Applied Sciences (Feb 2022)

Spatial Audio Scene Characterization (SASC): Automatic Localization of Front-, Back-, Up-, and Down-Positioned Music Ensembles in Binaural Recordings

Sławomir K. Zieliński,
Paweł Antoniuk,
Hyunkook Lee

Affiliations

Sławomir K. Zieliński: Faculty of Computer Science, Białystok University of Technology, 15-351 Białystok, Poland
Paweł Antoniuk: Faculty of Computer Science, Białystok University of Technology, 15-351 Białystok, Poland
Hyunkook Lee: Centre for Audio and Psychoacoustic Engineering (CAPE), Applied Psychoacoustics Laboratory (APL), University of Huddersfield, Huddersfield HD1 3DH, UK

DOI: https://doi.org/10.3390/app12031569
Journal volume & issue: Vol. 12, no. 3
p. 1569

Abstract

Read online

The automatic localization of audio sources distributed symmetrically with respect to coronal or transverse planes using binaural signals still poses a challenging task, due to the front–back and up–down confusion effects. This paper demonstrates that the convolutional neural network (CNN) can be used to automatically localize music ensembles panned to the front, back, up, or down positions.
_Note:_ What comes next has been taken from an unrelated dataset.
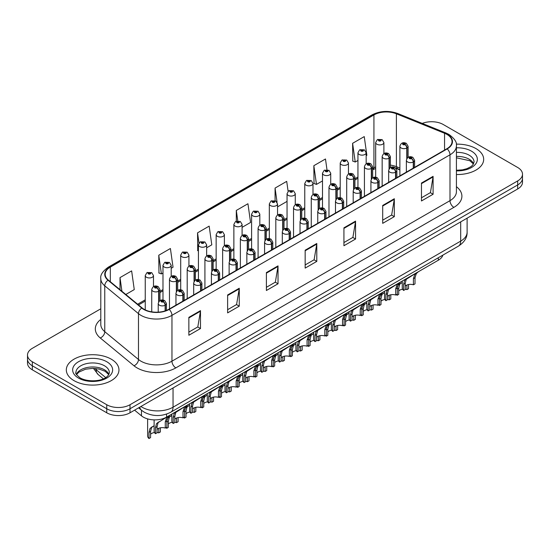 <?xml version="1.0" encoding="UTF-8"?>
<svg xmlns="http://www.w3.org/2000/svg" width="550" height="550" viewBox="0 0 550 550"><rect width="100%" height="100%" fill="white"/><g stroke="black" fill="none" stroke-linecap="round" stroke-linejoin="round"><path stroke-width="0.82" d="M399.884 169.95L396.997 168.788A21.931 12.664 0 0 0 396.158 168.465M442.901 255.104A16.445 9.494 180 0 1 438.322 260.219L166.574 417.106A16.445 9.494 180 0 1 141.474 415.841L134.578 410.156M475.97 148.596A26.318 15.194 0 0 0 456.287 144.155A26.318 15.194 0 0 1 475.97 148.596A26.318 15.194 0 0 1 483.677 159.335A26.318 15.194 0 0 0 475.97 148.596M111.244 359.164A26.318 15.194 0 0 0 82.569 355.871A26.318 15.194 0 0 0 66.323 369.909A26.318 15.194 0 0 0 74.03 380.648A26.318 15.194 0 0 0 102.713 383.941A26.318 15.194 0 0 0 118.958 369.909A26.318 15.194 0 0 0 111.244 359.164A26.318 15.194 0 0 0 82.569 355.871A26.318 15.194 0 0 0 66.323 369.909A26.318 15.194 0 0 0 74.03 380.648A26.318 15.194 0 0 0 102.713 383.941A26.318 15.194 0 0 0 118.958 369.909A26.318 15.194 0 0 0 111.244 359.164M446.896 134.399A17.545 10.127 180 0 1 452.031 141.563A17.545 10.127 180 0 1 446.896 148.727L168.857 309.251A17.545 10.127 180 0 1 142.079 307.897L108.357 280.094A17.545 10.127 180 0 1 105.188 274.285A17.545 10.127 180 0 1 110.323 267.121L373.924 114.936A17.545 10.127 180 0 1 396.392 113.802L444.551 133.265A17.545 10.127 180 0 1 446.896 134.399M447.205 134.221A17.985 10.381 0 0 0 444.806 133.059L396.646 113.596A17.985 10.381 0 0 0 373.615 114.757L110.014 266.942A17.985 10.381 0 0 0 107.999 280.239L141.721 308.041A17.985 10.381 0 0 0 169.166 309.43L447.205 148.906A17.985 10.381 0 0 0 447.205 134.221M100.801 308.791L32.319 348.329A16.445 9.494 0 0 0 27.5 355.046L27.5 363.103A16.445 9.494 0 0 0 32.319 369.82L106.748 412.789L106.748 408.76A16.445 9.494 0 0 0 130.013 408.76L517.681 184.944A16.445 9.494 0 0 0 522.5 178.228A16.445 9.494 0 0 1 517.681 184.944L130.013 408.76A16.445 9.494 0 0 1 106.748 408.76L32.319 365.791L106.748 408.76L106.748 404.731A16.445 9.494 0 0 0 130.013 404.731L517.681 180.916A16.445 9.494 0 0 0 522.5 174.199A16.445 9.494 0 0 0 517.681 167.482L443.252 124.513A16.445 9.494 0 0 0 422.263 123.413M27.5 359.074A16.445 9.494 0 0 0 32.319 365.791A16.445 9.494 0 0 1 27.5 359.074M188.856 317.357L188.856 335.259L200.489 328.543L200.489 310.64L188.856 317.357M188.856 332.083L197.814 326.913L200.441 311.231A4.386 2.53 -120 0 0 200.489 310.64M197.739 326.954L200.489 328.543M227.624 294.972L227.624 312.881L239.257 306.164L239.257 288.255L227.624 294.972M227.624 309.698L236.583 304.528L239.209 288.853A4.386 2.53 -120 0 0 239.257 288.255M236.507 304.576L239.257 306.164M266.393 272.587L266.393 290.496L278.025 283.779L278.025 265.877L266.393 272.587M266.393 287.32L275.351 282.15L277.977 266.468A4.386 2.53 -120 0 0 278.025 265.877M275.275 282.191L278.025 283.779M421.465 183.061L421.465 200.97L433.091 194.253L433.091 176.351L421.465 183.061M421.465 197.794L430.423 192.617L433.043 176.942A4.386 2.53 -120 0 0 433.091 176.351M430.341 192.665L433.091 194.253M382.697 205.446L382.697 223.348L394.322 216.638L394.322 198.729L382.697 205.446M382.697 220.172L391.655 215.002L394.281 199.327A4.386 2.53 -120 0 0 394.322 198.729M391.572 215.05L394.322 216.638M343.929 227.824L343.929 245.733L355.561 239.016L355.561 221.114L343.929 227.824M343.929 242.557L352.887 237.38L355.513 221.705A4.386 2.53 -120 0 0 355.561 221.114M352.804 237.428L355.561 239.016M305.161 250.209L305.161 268.111L316.793 261.401L316.793 243.492L305.161 250.209M305.161 264.935L314.119 259.765L316.745 244.09A4.386 2.53 -120 0 0 316.793 243.492M314.036 259.813L316.793 261.401M399.884 168.066L396.392 166.657A17.545 10.127 0 0 0 390.383 165.103M375.671 166.911A17.545 10.127 0 0 0 373.924 167.791L372.659 168.527M357.947 177.024L354.936 178.757M340.216 187.254L337.205 188.994M322.493 197.484L319.481 199.224M304.769 207.721L301.757 209.461M287.045 217.951L284.034 219.691M269.321 228.188L266.31 229.928M251.597 238.418L248.586 240.157M233.874 248.655L230.863 250.394M216.15 258.885L213.139 260.624M198.426 269.122L195.415 270.854M180.702 279.352L177.691 281.091M162.979 289.589L159.968 291.321M145.248 299.819L137.624 304.226M456.418 174.522A26.318 15.194 0 0 0 483.677 159.335A26.318 15.194 0 0 1 456.418 174.522M27.5 355.046A16.445 9.494 0 0 0 32.319 361.763L106.748 404.731M171.201 268.276L173.03 267.218L170.404 248.504L158.778 255.221L158.964 273.02M125.806 294.484L134.262 289.596L131.636 270.889L120.01 277.606L120.01 289.699M288.104 191.297L286.708 181.363L275.076 188.072L275.076 200.674M326.982 169.709L325.476 158.978L313.844 165.694L314.029 183.494M366.169 155.712L366.871 155.306L364.244 136.599L352.612 143.309L352.797 161.109M206.649 247.809L211.798 244.833L209.172 226.126L197.546 232.843L197.732 250.635M242.096 227.343L250.566 222.454L247.94 203.741L236.308 210.458L236.308 221.155M236.308 210.458L237.772 220.866M277.544 205.666L277.702 206.786L287.045 201.389M275.076 188.072L277.062 202.235M313.844 165.694L316.47 184.401L322.493 180.923M316.47 184.401L313.844 183.418M352.612 143.309L355.238 162.023L357.947 160.456M355.238 162.023L352.612 161.04M198.426 250.896L197.546 250.566M197.546 232.843L198.976 243.059M158.778 255.221L161.404 273.928L162.979 273.02M161.404 273.928L158.778 272.951M120.01 277.606L121.928 291.287M106.748 412.789A16.445 9.494 0 0 0 130.013 412.789L517.681 188.973A16.445 9.494 0 0 0 522.5 182.256L522.5 174.199M402.263 281.036L402.263 287.836A8.223 4.751 180 0 0 403.618 290.455L403.618 284.316L404.669 280.328L416.041 273.082M416.549 272.786L416.549 273.137L417.299 272.711L416.302 273.611L415.009 277.736L415.009 283.876L413.414 284.797L413.414 278.657L414.748 274.512L416.515 273.157M418.708 271.542L416.549 273.137M407.467 278.382L405.879 279.304L407.467 278.382L406.216 279.434L405.212 283.394L405.212 289.534L403.618 290.455M413.414 284.797A6.029 3.479 0 0 0 405.212 286.144M413.518 167.998L413.518 161.865A2.743 1.65 -122.2 0 0 411.496 158.558A1.368 0.791 0 0 0 411.455 157.458A1.368 0.791 0 0 0 409.516 157.458A1.368 0.791 0 0 0 409.516 158.579A1.368 0.791 0 0 0 411.407 158.606L409.936 158.022L410.871 157.795L411.496 158.558M411.407 158.606A2.743 1.513 62.1 0 1 413.263 162.009A4.111 2.372 180 0 1 407.578 161.941A4.111 2.372 180 0 1 406.374 160.256C407.419 156.887 409.571 155.904 412.823 157.328L414.597 160.256A4.111 2.372 180 0 1 413.518 161.865M413.263 168.142L413.263 162.009M397.348 286.976L398.179 285.147L402.263 282.466M408.519 284.543L408.519 288.695L406.924 289.616L406.924 285.024M397.127 294.202L397.127 295.274A8.223 4.751 180 0 1 396.474 294.58M400.978 283.202L399.389 284.123L400.978 283.202L399.726 284.254L398.723 288.214L398.723 294.353L397.127 295.274M406.924 289.616A6.029 3.479 0 0 0 405.212 289.252M402.641 289.266A6.029 3.479 0 0 0 398.723 290.964M407.027 158.311L407.027 147.881A2.743 1.65 -122.2 0 0 405.006 144.574A1.368 0.791 0 0 0 404.965 143.481A1.368 0.791 0 0 0 403.026 143.481A1.368 0.791 0 0 0 403.026 144.602A1.368 0.791 0 0 0 404.917 144.623L403.446 144.038L404.381 143.818L405.006 144.574M404.917 144.623A2.743 1.513 62.1 0 1 406.773 148.032A4.111 2.372 180 0 1 401.087 147.957A4.111 2.372 180 0 1 399.884 146.279C400.936 142.904 403.081 141.928 406.333 143.344L408.107 146.279A4.111 2.372 180 0 1 407.027 147.881M406.773 158.703L406.773 148.032M383.893 153.601L383.893 142.532A4.111 2.372 180 0 1 381.356 144.726A4.111 2.372 180 0 1 376.874 144.21A4.111 2.372 180 0 1 375.671 142.532L377.307 139.679A2.743 1.65 57.8 0 1 378.771 139.762A1.368 0.791 0 0 0 378.812 140.855A1.368 0.791 0 0 0 380.751 140.855A1.368 0.791 0 0 0 380.751 139.734A1.368 0.791 0 0 0 378.854 139.714L380.325 140.291L379.39 140.518L379.411 140.058M378.854 139.714A2.743 1.513 -117.9 0 0 377.575 139.528A2.743 1.513 -117.9 0 0 377.451 139.604M379.376 140.504L378.771 139.762M379.39 140.518L379.376 140.078M384.533 291.266L384.533 298.072A8.223 4.751 180 0 0 385.894 300.685L385.894 294.546L386.946 290.565L398.317 283.312M398.826 283.023L398.826 283.374L399.568 282.941L398.571 283.848L397.286 287.966L397.286 294.106L395.691 295.027L395.691 288.887L397.024 284.742L398.791 283.394M400.984 281.772L398.826 283.374M389.744 288.613L388.149 289.534L389.744 288.613L388.493 289.664L387.489 293.624L387.489 299.764L385.894 300.685M395.691 295.027A6.029 3.479 0 0 0 387.489 296.381M395.794 178.234L395.794 172.095A2.743 1.65 -122.2 0 0 393.772 168.788A1.368 0.791 0 0 0 393.731 167.695A1.368 0.791 0 0 0 391.793 167.695A1.368 0.791 0 0 0 391.793 168.816A1.368 0.791 0 0 0 393.683 168.836L392.212 168.252L393.147 168.032L393.772 168.788M393.683 168.836A2.743 1.513 62.1 0 1 395.539 172.239A4.111 2.372 180 0 1 389.854 172.171A4.111 2.372 180 0 1 388.651 170.493C389.696 167.118 391.848 166.141 395.099 167.558L396.873 170.493A4.111 2.372 180 0 1 395.794 172.095M395.539 178.379L395.539 172.239M366.809 301.503L366.809 308.303A8.223 4.751 180 0 0 368.17 310.915L368.17 304.776L369.222 300.795L380.593 293.549M381.095 293.253L381.095 293.604L381.844 293.171L380.848 294.078L379.562 298.203L379.562 304.343L377.967 305.264L377.967 299.124L379.301 294.979L381.067 293.624M383.261 292.009L381.095 293.604M372.02 298.849L370.425 299.764L372.02 298.849L370.769 299.901L369.765 303.854L369.765 310.001L368.17 310.915M377.967 305.264A6.029 3.479 0 0 0 369.765 306.611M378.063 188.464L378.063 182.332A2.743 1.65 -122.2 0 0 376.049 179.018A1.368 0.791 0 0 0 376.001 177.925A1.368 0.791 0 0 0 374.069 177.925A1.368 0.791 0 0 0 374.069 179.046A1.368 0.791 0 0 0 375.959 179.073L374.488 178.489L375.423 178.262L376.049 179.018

The network was developed using the repository of the binaural excerpts obtained by the convolution of multi-track music recordings with the selected sets of head-related transfer functions (HRTFs). They were generated in such a way that a music ensemble (of circular shape in terms of its boundaries) was positioned in one of the following four locations with respect to the listener: front, back, up, and down. According to the obtained results, CNN identified the location of the ensembles with the average accuracy levels of 90.7% and 71.4% when tested under the HRTF-dependent and HRTF-independent conditions, respectively. For HRTF-dependent tests, the accuracy decreased monotonically with the increase in the ensemble size. A modified image occlusion sensitivity technique revealed selected frequency bands as being particularly important in terms of the localization process. These frequency bands are largely in accordance with the psychoacoustical literature.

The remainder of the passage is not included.